The scratch resistance was evaluated using the scratch tester ERICHSEN 430P (Load 10 N) under the conditions and criteria described in Table 3 below.

Rating Width (um) Exterior One <20 Almost no surface damage 2 100 - 200 No obvious surface damage is recognized 3 200 - 300 Fine surface damage is recognized 4 300 - 400 Whitening due to obvious surface damage 5 > 400 Very severe surface damage

In addition, the soft touch feeling was rated on the basis of the criteria shown in Table 4 below, with the degree of hardness and softness of the surface.

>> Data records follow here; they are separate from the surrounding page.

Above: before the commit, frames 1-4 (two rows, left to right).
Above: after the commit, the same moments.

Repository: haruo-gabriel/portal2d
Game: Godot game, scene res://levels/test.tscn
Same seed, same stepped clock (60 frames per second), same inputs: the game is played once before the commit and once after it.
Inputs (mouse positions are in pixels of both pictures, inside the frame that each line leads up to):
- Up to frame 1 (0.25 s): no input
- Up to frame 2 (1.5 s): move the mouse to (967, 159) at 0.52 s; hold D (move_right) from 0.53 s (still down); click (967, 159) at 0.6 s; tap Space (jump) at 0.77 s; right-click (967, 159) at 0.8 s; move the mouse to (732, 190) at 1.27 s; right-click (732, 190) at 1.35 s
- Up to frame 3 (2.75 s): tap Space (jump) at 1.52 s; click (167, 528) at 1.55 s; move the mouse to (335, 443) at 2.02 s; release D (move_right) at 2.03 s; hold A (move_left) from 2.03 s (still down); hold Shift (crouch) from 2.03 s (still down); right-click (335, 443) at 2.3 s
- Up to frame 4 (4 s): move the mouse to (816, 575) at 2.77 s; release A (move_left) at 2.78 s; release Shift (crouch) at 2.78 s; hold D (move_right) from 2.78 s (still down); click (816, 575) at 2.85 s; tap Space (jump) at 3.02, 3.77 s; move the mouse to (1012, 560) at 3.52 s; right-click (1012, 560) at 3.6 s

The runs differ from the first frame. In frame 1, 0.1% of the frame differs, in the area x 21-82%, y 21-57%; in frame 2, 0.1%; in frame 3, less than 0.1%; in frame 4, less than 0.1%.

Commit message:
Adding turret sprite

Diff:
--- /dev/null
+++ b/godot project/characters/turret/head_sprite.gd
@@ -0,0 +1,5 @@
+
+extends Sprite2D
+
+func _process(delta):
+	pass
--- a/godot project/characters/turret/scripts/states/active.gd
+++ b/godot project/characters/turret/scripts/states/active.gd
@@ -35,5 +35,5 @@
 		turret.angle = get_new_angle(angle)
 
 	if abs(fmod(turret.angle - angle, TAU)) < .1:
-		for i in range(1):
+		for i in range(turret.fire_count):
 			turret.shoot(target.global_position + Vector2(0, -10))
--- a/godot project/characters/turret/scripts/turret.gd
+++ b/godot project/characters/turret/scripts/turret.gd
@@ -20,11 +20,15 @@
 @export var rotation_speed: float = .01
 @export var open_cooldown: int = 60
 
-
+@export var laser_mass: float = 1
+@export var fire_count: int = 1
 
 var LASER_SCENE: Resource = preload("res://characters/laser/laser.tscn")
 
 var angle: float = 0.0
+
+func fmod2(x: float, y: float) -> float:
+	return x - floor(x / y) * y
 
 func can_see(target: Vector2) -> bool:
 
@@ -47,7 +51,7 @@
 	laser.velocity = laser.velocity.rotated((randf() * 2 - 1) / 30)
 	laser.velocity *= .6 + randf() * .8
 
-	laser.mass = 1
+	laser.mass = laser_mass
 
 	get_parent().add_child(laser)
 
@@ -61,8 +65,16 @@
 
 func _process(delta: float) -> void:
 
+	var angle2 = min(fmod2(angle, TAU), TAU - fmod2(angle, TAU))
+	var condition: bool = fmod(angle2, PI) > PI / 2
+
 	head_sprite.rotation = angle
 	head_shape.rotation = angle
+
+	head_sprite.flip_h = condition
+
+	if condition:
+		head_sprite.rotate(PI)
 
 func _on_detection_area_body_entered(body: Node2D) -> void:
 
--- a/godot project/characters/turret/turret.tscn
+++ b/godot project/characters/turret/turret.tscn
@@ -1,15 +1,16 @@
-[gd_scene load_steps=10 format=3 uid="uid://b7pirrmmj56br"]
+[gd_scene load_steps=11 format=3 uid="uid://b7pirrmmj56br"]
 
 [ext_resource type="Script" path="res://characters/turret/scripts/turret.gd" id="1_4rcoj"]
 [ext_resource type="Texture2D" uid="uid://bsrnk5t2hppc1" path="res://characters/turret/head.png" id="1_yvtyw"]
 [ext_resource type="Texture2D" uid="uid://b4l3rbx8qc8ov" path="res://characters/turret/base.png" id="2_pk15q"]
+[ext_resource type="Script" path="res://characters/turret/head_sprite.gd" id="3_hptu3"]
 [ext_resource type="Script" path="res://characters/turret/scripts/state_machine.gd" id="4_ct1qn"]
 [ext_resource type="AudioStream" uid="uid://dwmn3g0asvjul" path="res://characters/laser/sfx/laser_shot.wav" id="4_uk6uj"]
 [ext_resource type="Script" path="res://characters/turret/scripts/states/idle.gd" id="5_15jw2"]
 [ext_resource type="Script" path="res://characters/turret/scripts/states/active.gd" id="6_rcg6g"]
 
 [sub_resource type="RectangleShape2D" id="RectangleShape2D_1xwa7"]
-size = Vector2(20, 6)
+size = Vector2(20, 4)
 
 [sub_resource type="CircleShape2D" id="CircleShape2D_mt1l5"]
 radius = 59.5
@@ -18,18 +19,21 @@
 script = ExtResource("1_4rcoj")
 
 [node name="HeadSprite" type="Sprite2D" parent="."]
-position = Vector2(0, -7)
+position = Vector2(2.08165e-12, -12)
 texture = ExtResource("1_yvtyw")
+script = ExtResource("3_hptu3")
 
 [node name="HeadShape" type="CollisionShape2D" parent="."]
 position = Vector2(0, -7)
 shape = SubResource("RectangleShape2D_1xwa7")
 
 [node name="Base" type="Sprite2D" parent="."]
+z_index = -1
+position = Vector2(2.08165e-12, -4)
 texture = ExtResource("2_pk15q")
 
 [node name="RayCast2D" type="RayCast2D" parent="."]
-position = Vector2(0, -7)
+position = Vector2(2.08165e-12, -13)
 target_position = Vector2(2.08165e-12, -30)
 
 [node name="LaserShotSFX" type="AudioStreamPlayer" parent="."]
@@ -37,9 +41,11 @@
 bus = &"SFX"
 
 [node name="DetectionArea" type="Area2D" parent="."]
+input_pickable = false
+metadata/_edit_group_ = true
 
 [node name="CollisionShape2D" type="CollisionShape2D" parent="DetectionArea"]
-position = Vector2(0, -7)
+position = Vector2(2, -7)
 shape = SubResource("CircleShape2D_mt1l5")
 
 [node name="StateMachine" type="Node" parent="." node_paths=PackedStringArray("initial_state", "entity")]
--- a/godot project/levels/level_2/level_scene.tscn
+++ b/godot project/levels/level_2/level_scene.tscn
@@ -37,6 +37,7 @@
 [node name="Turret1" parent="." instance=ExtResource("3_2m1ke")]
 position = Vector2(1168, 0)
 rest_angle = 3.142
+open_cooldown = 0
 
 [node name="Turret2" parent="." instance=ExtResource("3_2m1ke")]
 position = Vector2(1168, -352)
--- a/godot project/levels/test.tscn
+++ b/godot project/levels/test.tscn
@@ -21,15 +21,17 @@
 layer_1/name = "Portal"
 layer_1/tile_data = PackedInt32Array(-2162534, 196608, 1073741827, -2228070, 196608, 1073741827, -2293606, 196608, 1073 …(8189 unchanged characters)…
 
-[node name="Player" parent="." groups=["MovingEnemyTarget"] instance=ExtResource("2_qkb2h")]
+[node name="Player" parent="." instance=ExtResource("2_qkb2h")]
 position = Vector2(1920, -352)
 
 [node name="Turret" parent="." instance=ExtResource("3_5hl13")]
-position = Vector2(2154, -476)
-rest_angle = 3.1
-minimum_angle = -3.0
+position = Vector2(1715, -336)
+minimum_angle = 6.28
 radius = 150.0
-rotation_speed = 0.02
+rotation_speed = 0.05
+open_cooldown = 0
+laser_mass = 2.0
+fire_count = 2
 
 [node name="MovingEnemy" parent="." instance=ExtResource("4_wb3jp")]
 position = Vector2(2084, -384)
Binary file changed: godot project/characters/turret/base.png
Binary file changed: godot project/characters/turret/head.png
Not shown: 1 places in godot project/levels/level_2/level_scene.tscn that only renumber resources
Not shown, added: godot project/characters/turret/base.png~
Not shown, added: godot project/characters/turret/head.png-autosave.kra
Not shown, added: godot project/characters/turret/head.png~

Rating Exterior One The hardness of the surface is not felt at all and the surface is soft. 2 Some of the hardness of the surface is felt and the surface is soft 3 Some of the hardness of the surface is felt and some surface roughness 4 Hardness of the surface is felt and surface roughness 5 Stiff surface and rough surface

As shown in Tables 1 and 2, it was confirmed that the polyolefin-based copolymer produced in Examples 1 to 6 and Comparative Examples 1 to 3 exhibited MFR, density, and surface strength suitable for manufacturing automotive interior and exterior materials.

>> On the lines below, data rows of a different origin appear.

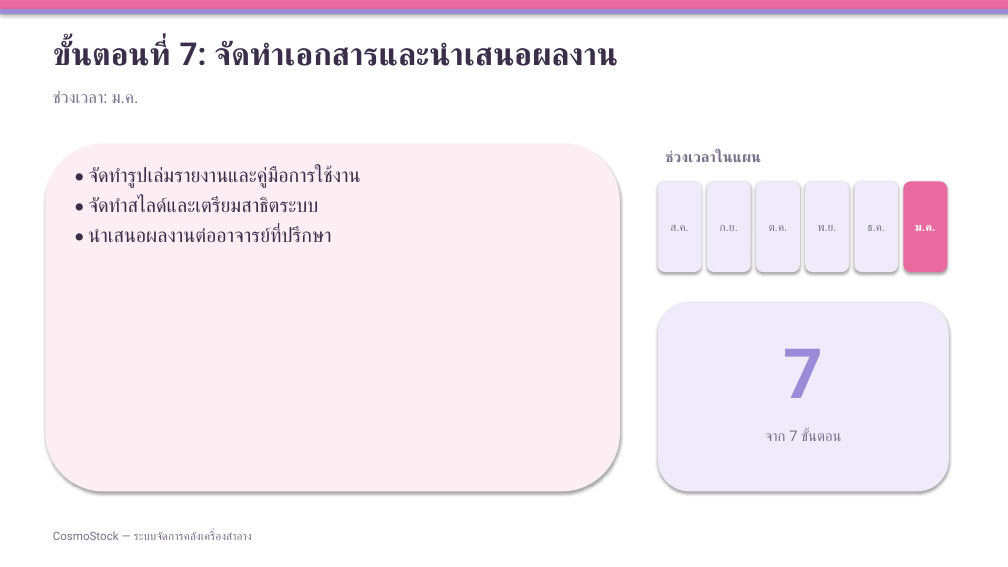
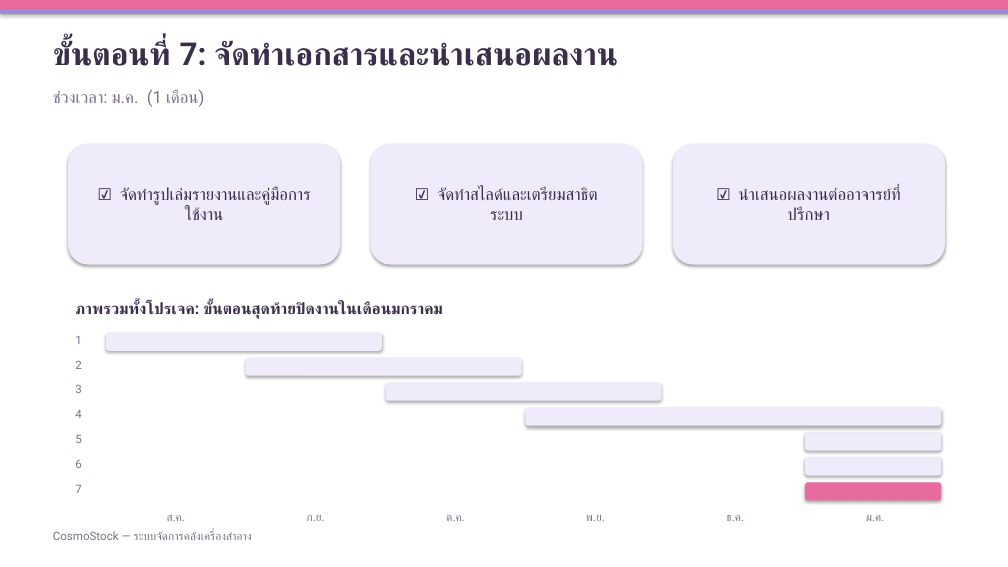
Before and after one commit to chakkrit4456/Cosmo-stock, a slide deck: slide 7 of doc/CosmoStock-ขั้นตอนการดำเนินงาน.pptx. Drawn at 1008x567 pixels with LibreOffice and Linux fonts; fonts in the diff are those of the drawing. Boxes give left, top, right and bottom in pixels: in the first picture for what was removed or moved away, otherwise in the second. Text is boxed around its words. In the diff, an @@ line names an element or a change of style, - is before the commit and + after.

```diff
--- a/doc/CosmoStock-ขั้นตอนการดำเนินงาน.pptx
+++ b/doc/CosmoStock-ขั้นตอนการดำเนินงาน.pptx
@@ text at [53,90,204,107]: text changed @@
-ช่วงเวลา: ม.ค.
+ช่วงเวลา: ม.ค. (1 เดือน)
@@ rounded rectangle removed at [45,144,620,492] @@
@@ rounded rectangle added at [68,144,340,265], fill #EFEBFB, 16 pt, text #3A2E4A @@
+☑ จัดทำรูปเล่มรายงานและคู่มือการใช้งาน
@@ rounded rectangle "☑ จัดทำสไลด์และเตรียมสาธิตระบบ": place and size @@
-rounded rectangle "☑ จัดทำสไลด์และเตรียมสาธิตระบบ" at [88,166,360,242]
+rounded rectangle "☑ จัดทำสไลด์และเตรียมสาธิตระบบ" at [371,144,643,265]
@@ rounded rectangle "☑ จัดทำสไลด์และเตรียมสาธิตระบบ" at [371,144,643,265]: vertical alignment top to middle; fill none to #EFEBFB; shadow on @@
@@ rounded rectangle added at [673,144,945,265], fill #EFEBFB, 16 pt, text #3A2E4A @@
+☑ นำเสนอผลงานต่ออาจารย์ที่ปรึกษา
@@ text removed at [665,150,761,162] @@
-ช่วงเวลาในแผน
@@ text in rounded rectangle at [437,188,598,200]: text changed; size 19 to 16 pt @@
-• จัดทำรูปเล่มรายงานและคู่มือการใช้งาน
-• จัดทำสไลด์และเตรียมสาธิตระบบ
-• นำเสนอผลงานต่ออาจารย์ที่ปรึกษา
+☑ จัดทำสไลด์และเตรียมสาธิตระบบ
@@ text added at [75,301,443,319], 15 pt, text #3A2E4A, bold @@
+ภาพรวมทั้งโปรเจค: ขั้นตอนสุดท้ายปิดงานในเดือนมกราคม
@@ text added at [75,336,81,344], 11 pt, text #7A7088 @@
+1
@@ rounded rectangle added at [106,333,382,351], fill #EFEBFB @@
@@ rounded rectangle added at [246,358,522,376], fill #EFEBFB @@
@@ text added at [75,360,81,369], 11 pt, text #7A7088 @@
+2
@@ text added at [75,384,81,393], 11 pt, text #7A7088 @@
+3
@@ rounded rectangle: place and size @@
-rounded rectangle at [658,302,949,492]
+rounded rectangle at [386,383,662,401]
@@ text added at [75,410,81,418], 11 pt, text #7A7088 @@
+4
@@ rounded rectangle added at [526,408,941,426], fill #EFEBFB @@
@@ text added at [75,435,81,443], 11 pt, text #7A7088 @@
+5
@@ text removed at [765,430,841,441] @@
-จาก 7 ขั้นตอน
@@ rounded rectangle added at [805,433,941,451], fill #EFEBFB @@
@@ text "7": place and size @@
-text "7" at [783,349,823,398]
+text "7" at [75,485,81,493]
@@ text "7" at [75,485,81,493]: size 66 to 11 pt, text colour #9B8AD8 to #7A7088, bold off; alignment centre to left @@
@@ text added at [75,460,81,468], 11 pt, text #7A7088 @@
+6
@@ rounded rectangle added at [805,457,941,476], fill #EFEBFB @@
@@ text "ส.ค.": place and size @@
-text "ส.ค." at [658,181,702,272]
+text "ส.ค." at [167,514,185,521]
@@ text "ก.ย.": place and size @@
-text "ก.ย." at [707,181,751,272]
+text "ก.ย." at [307,515,325,521]
@@ text "ต.ค.": place and size @@
-text "ต.ค." at [756,181,800,272]
+text "ต.ค." at [446,515,465,521]
@@ text "พ.ย.": place and size @@
-text "พ.ย." at [805,181,849,272]
+text "พ.ย." at [586,515,605,521]
@@ more space between paragraphs; vertical alignment middle to top; fill #EFEBFB to none; shadow off in 5 elements at [167,514,185,521], [307,515,325,521], [446,515,465,521], [586,515,605,521], [726,515,744,521] @@
@@ text "ธ.ค.": place and size @@
-text "ธ.ค." at [854,181,898,272]
+text "ธ.ค." at [726,515,744,521]
@@ text "ม.ค.": place and size @@
-text "ม.ค." at [904,181,948,272]
+text "ม.ค." at [866,515,885,521]
@@ text "ม.ค." at [866,515,885,521]: text colour #FFFFFF to #7A7088, bold off; more space between paragraphs; vertical alignment middle to top; fill #E86A9E to none; shadow off @@
@@ rounded rectangle added at [805,482,941,501], fill #E86A9E @@
```
Also in this commit, not shown: 6 other slides changed.

In addition, it was confirmed that the polyolefin-based copolymers prepared in Examples 1 to 6 were produced at a higher yield than the polyolefin-based copolymers prepared in Comparative Examples 1 to 3, and thus had high polymerization activity.

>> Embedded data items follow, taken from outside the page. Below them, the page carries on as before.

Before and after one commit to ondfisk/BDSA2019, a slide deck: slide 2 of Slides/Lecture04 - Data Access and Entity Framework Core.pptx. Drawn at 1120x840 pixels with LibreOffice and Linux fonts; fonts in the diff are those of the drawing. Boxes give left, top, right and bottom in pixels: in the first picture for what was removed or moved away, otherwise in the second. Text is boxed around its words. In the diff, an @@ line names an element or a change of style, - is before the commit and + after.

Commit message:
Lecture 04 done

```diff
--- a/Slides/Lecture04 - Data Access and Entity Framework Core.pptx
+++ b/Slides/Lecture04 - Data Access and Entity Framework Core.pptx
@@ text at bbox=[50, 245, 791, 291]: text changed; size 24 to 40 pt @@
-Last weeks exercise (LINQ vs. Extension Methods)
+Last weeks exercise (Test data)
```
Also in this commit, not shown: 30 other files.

In addition, the polyolefin-based copolymers produced in Examples 1 to 6 had a broad molecular weight distribution as compared with the polyolefin-based copolymers prepared in Comparative Examples 1 to 3, and thus it was confirmed that the processability was improved and the scratch resistance was excellent. Especially, it was confirmed that the scratch resistance of the polyolefin-based copolymer was controlled depending on the content of styrene.

Claims (11)

An olefin compound, an alpha-olefin compound, a diene compound, and an aromatic vinyl compound,
A polyolefin-based copolymer containing 10 to 90 mol% of the olefin compound, 0.1 to 50 mol% of an alpha-olefin compound, 0.1 to 10 mol% of a diene compound and 0.1 to 50 mol% of an aromatic vinyl compound. The method according to claim 1,
Wherein the olefin compound is at least one compound selected from the group consisting of ethylene, propylene and butene. The method according to claim 1,
Wherein the alpha-olefin compound is at least one compound selected from the group consisting of propylene, butene, pentene, hexene, propene and octene. The method according to claim 1,
Wherein the diene compound is at least one compound selected from the group consisting of a vinyl aromatic compound, butadiene, isoprene, alkyl acetate, alkyl methacrylate, vinyl amide and vinyl pyridine. The method according to claim 1,
Wherein the olefin compound is ethylene,
Wherein the alpha olefin compound is octene,
Wherein the diene compound is divinylbenzene,
Wherein the aromatic vinyl compound is styrene. The method according to claim 1,
And a flow flow index (MFR) of 0.1 to 100 g / 10 min. The method according to claim 1,
And a surface hardness (Shore A) of 50 to 100. The polyolefin- The method according to claim 1,
A density of 0.860 to 0.910 g / cm &lt; ³ &gt;
And a weight average molecular weight (Mw) of 10,000 to 1,000,000 g / mol. The method according to claim 1,
And a glass transition temperature of -80 to 0 占 폚. A molded article comprising the polyolefin-based copolymer according to any one of claims 1 to 9. 11. The method of claim 10,
A molded article which is an automobile interior and exterior material.